D'autre part, le clavier sera surement en Chinois, est-il possible de le changer pour un français (s'enlève t-il d'une pièce?).
Voilà, merci !


----------



## kitetrip (26 Février 2004)

Il me semble que si tu veux commander sur un Apple Store à l'étranger, on te redirige "gentillement" sur l'Apple Store France... Y'a aussi le problème des douanes...


----------



## Polykrate (26 Février 2004)

Même lorsque tu achètes un iBook en France, lors de la première installation le système te demande de choisir ta langue, parmi un large choix, dont les langues asiatiques. J'imagines que si tu l'achètes à Hong-Kong, le français devrait apparaitre dans ce menu... logiquement ! 
Au pire, tu pourras toujours reinstaller ton MacOS en France. Pour le clavier par contre, ça risque d'être un problème. J'ai lu quelque part qu'un clavier français de remplacement sur un iBook coutait à peu près 100 euros. Il faudrait peut-être envisager cet achat, à moins qu'il ne s'agisse finalement que d'un qwerty (c'était jusqu'à peu de temps une ancienne colonie anglaise 
	

	
	
		
		

		
			





 )... tu pourras t'y habituer. 
tu auras aussi peut-être le choix entre le clavier chinois (s'il existe) et le qwerty. Enfin là, ce ne sont que des suppositions


----------



## kitetrip (26 Février 2004)

Finalement, à moins d'être sur Hong-Kong  
	

	
	
		
		

		
		
	


	




, je me demande si c'est possible de commander sur un Apple Store étranger (cf.  ce sujet )


----------



## RainMan (26 Février 2004)

On ne peut pas commander depuis la France mais je connais quelqu'un qui va rendre visite à un ami qui habite là-bas donc j'ai l'opportunité de lui demander de m'en ramener un.
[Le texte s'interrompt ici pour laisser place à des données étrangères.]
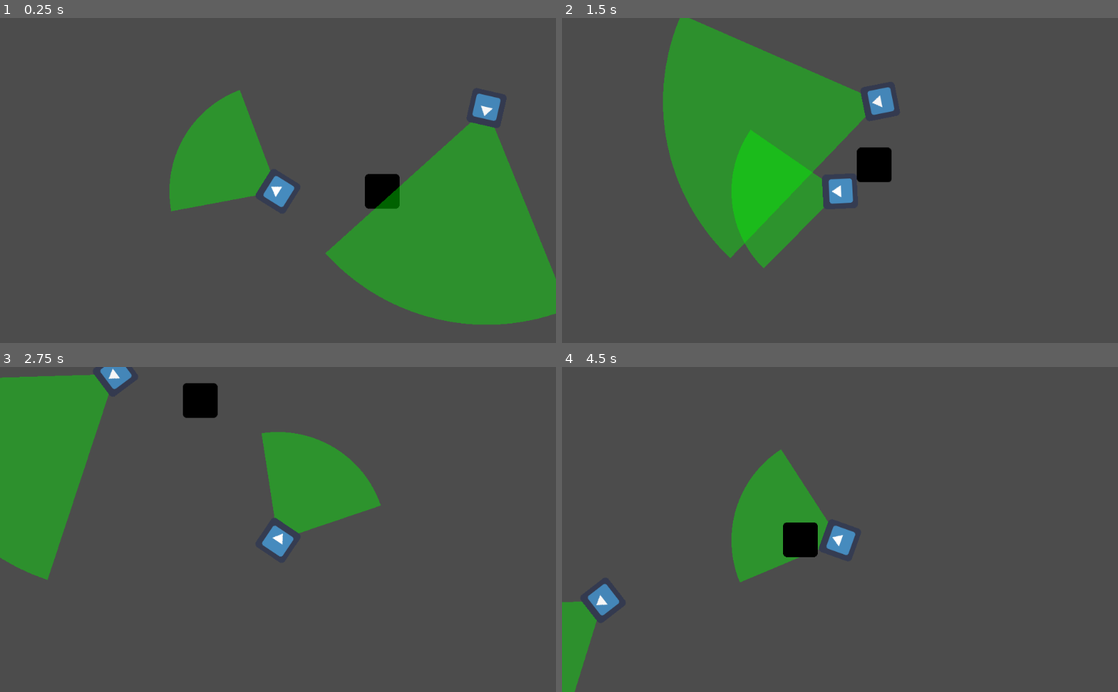
Above: before the commit, frames 1-4 (two rows, left to right).
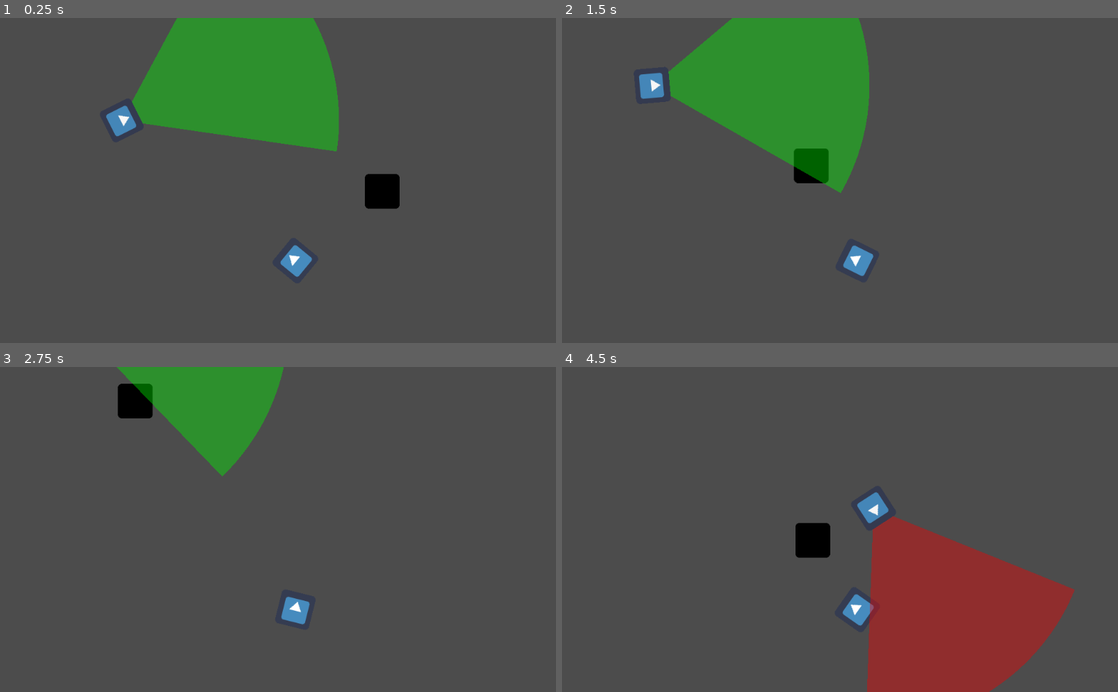
Above: after the commit, the same moments.

Repository: satchpuri/Godot_Engine_Jam
Game: Godot game, scene res://Scenes/PlayerEnemy.tscn
The game is run twice, just before and just after one commit, with the same random seed, the same clock (stepped at 60 frames per second) and the same inputs. The engine's default icon, where the game draws it, is replaced by a stand-in: a white triangle on a blue panel in a dark square.
Inputs (mouse positions are in pixels of both pictures, inside the frame that each line leads up to):
- Up to frame 1 (0.25 s): no input
- Up to frame 2 (1.5 s): move the mouse to (962, 164) at 0.52 s; hold Right (ui_right) 0.53-1.28 s; move the mouse to (728, 196) at 1.27 s; hold Down (ui_down) from 1.28 s (still down)
- Up to frame 3 (2.75 s): move the mouse to (333, 458) at 2.02 s; release Down (ui_down) at 2.03 s; hold Right (ui_right) from 2.03 s (still down)
- Up to frame 4 (4.5 s): move the mouse to (812, 594) at 2.77 s; release Right (ui_right) at 2.78 s; hold Up (ui_up) 2.78-3.53 s; move the mouse to (1006, 578) at 3.52 s; hold Left (ui_left) from 3.53 s (still down); move the mouse to (673, 480) at 4.27 s

The runs differ from the first frame. In frame 1, 31% of the frame differs, in the area x 19-100%, y 0-95%; in frame 2, 16%; in frame 3, 20%; in frame 4, 21%.

Commit message:
Enemy behavior - Patrol points

Diff:
--- a/Scenes/Enemy.gd
+++ b/Scenes/Enemy.gd
@@ -2,6 +2,9 @@
 
 const RED = Color(1.0, 0, 0, 0.4)
 const GREEN = Color(0, 1.0, 0, 0.4)
+const DETECT_RADIUS = 400
+const FOV = 70
+
 enum EnemyState {
 	Patrol,
 	Alert,
@@ -10,13 +13,16 @@
 
 var state = EnemyState.Patrol
 var draw_color = GREEN
-const DETECT_RADIUS = 400
-const FOV = 70
+
 var angle = -90
 var currrentDirection = Vector2()
+var pathUpdateTimer = 0
+var currentPatrol = "A"
+var patrol = null
 
 onready var nav = get_parent().get_node("Navigation2D")
-onready var target = get_parent().get_node("Target")
+onready var patrolA = get_parent().get_node("PatrolA")
+onready var patrolB = get_parent().get_node("PatrolB")
 onready var player = get_parent().get_node("Player")
 var path = []
 
@@ -25,46 +31,59 @@
 
 func _process(delta):
 	update_state()
-	if(state == EnemyState.Patrol):
-		go_to_target(target,delta)	# go to next patrol position
-	elif state==EnemyState.Alert:
+	update()
+	if state == EnemyState.Patrol:
+		go_to_target(patrol,delta)	# go to next patrol position
+	elif state == EnemyState.Alert:
+		pathUpdateTimer += delta
 		go_to_target(player,delta)
+		if(pathUpdateTimer>1):
+			pathUpdateTimer = 0
+			recalculate_path(player) #Update path to player once every second
 	pass
 
 func update_state():
 	var playerDirection = (player.position - position).normalized()
 	var angleBetween = rad2deg(currrentDirection.angle_to(playerDirection));
-
 	if position.distance_to(player.position)<DETECT_RADIUS && abs(angleBetween) < FOV/2:
 		draw_color = RED
 		state = EnemyState.Alert
-		update()
 	else:
+		if(currentPatrol == "A"):
+			patrol = patrolA
+		else:
+			patrol = patrolB
+		if position.distance_to(patrol.position)<2:
+			reassign_patrol_point()
 		draw_color = GREEN
-		state = EnemyState.Patrol
-		update()
+		#state = EnemyState.Patrol
 	pass
+
+func reassign_patrol_point():
+	if currentPatrol == "A":
+		currentPatrol = "B"
+	else:
+		currentPatrol = "A"
 
 func recalculate_path(target):
 	path = nav.get_simple_path(position,target.position)
 
 #Calculates path to target and moves towards target
 func go_to_target(target, delta):
-	if(path.size()==0):
+	if path.size()==0 and position.distance_to(target.position)>2 :
 		path = nav.get_simple_path(position,target.position)
-	else:
+	elif path.size()>0:
 		var d = position.distance_to(path[0])
 		if d>2:
-			position = position.linear_interpolate(path[0], 150*delta/d)
 			var dir = (path[0] - position).normalized()
 			currrentDirection = dir
+			position = position.linear_interpolate(path[0], 150*delta/d)
 			rotation_degrees = lerp(rotation_degrees, 90 + rad2deg(dir.angle()), 0.1)
 		else:
 			path.remove(0)
 	pass
 
 func _draw():
-	print(draw_color)
 	draw_circle_arc_poly(Vector2(), DETECT_RADIUS,  angle - FOV/2, angle + FOV/2, draw_color)
 	pass
 
--- a/Scenes/Player.gd
+++ b/Scenes/Player.gd
@@ -50,12 +50,11 @@
 	look_at(get_global_mouse_position())
 	move_and_slide(motion)
 	emit_signal("move")
-
 	pass
 
 
 func _draw():
-	draw_circle_arc_poly(Vector2(), DETECT_RADIUS,  angle - FOV/2, angle + FOV/2, draw_color)
+	#draw_circle_arc_poly(Vector2(), DETECT_RADIUS,  angle - FOV/2, angle + FOV/2, draw_color)
 	pass
 
 func draw_circle_arc_poly(center, radius, angle_from, angle_to, color):
--- a/Scenes/PlayerEnemy.tscn
+++ b/Scenes/PlayerEnemy.tscn
@@ -28,8 +28,7 @@
 
 [node name="Player" type="KinematicBody2D" parent="." index="0"]
 
-editor/display_folded = true
-position = Vector2( 512, 320 )
+position = Vector2( 544, 448 )
 input_pickable = false
 collision_layer = 1
 collision_mask = 1
@@ -90,7 +89,7 @@
 [node name="Enemy" type="KinematicBody2D" parent="." index="2"]
 
 modulate = Color( 0.964844, 0.964844, 0.964844, 1 )
-position = Vector2( 928, 160 )
+position = Vector2( 192, 192 )
 input_pickable = false
 collision_layer = 1
 collision_mask = 1
@@ -120,8 +119,12 @@
 navpoly = SubResource( 3 )
 enabled = true
 
-[node name="Target" type="Node2D" parent="." index="4"]
+[node name="PatrolA" type="Node2D" parent="." index="4"]
 
-position = Vector2( 320, 448 )
+position = Vector2( 544, 160 )
+
+[node name="PatrolB" type="Node2D" parent="." index="5"]
+
+position = Vector2( 896, 448 )
 
 [connection signal="move" from="Player" to="." method="_on_Player_move"]

Pour les 100 euros du clavier, c'est pas grave, la différence de prix est déjà tellement grande ! Le plus important c'est l'OS en français (ou anglais) donc super !
Merci !


----------



## Marcant (26 Février 2004)

Et pour la garantie ?? Va t elle marcher si tu achètes ton i book à l'étranger ?


----------



## Zz_Poupie_zZ (26 Février 2004)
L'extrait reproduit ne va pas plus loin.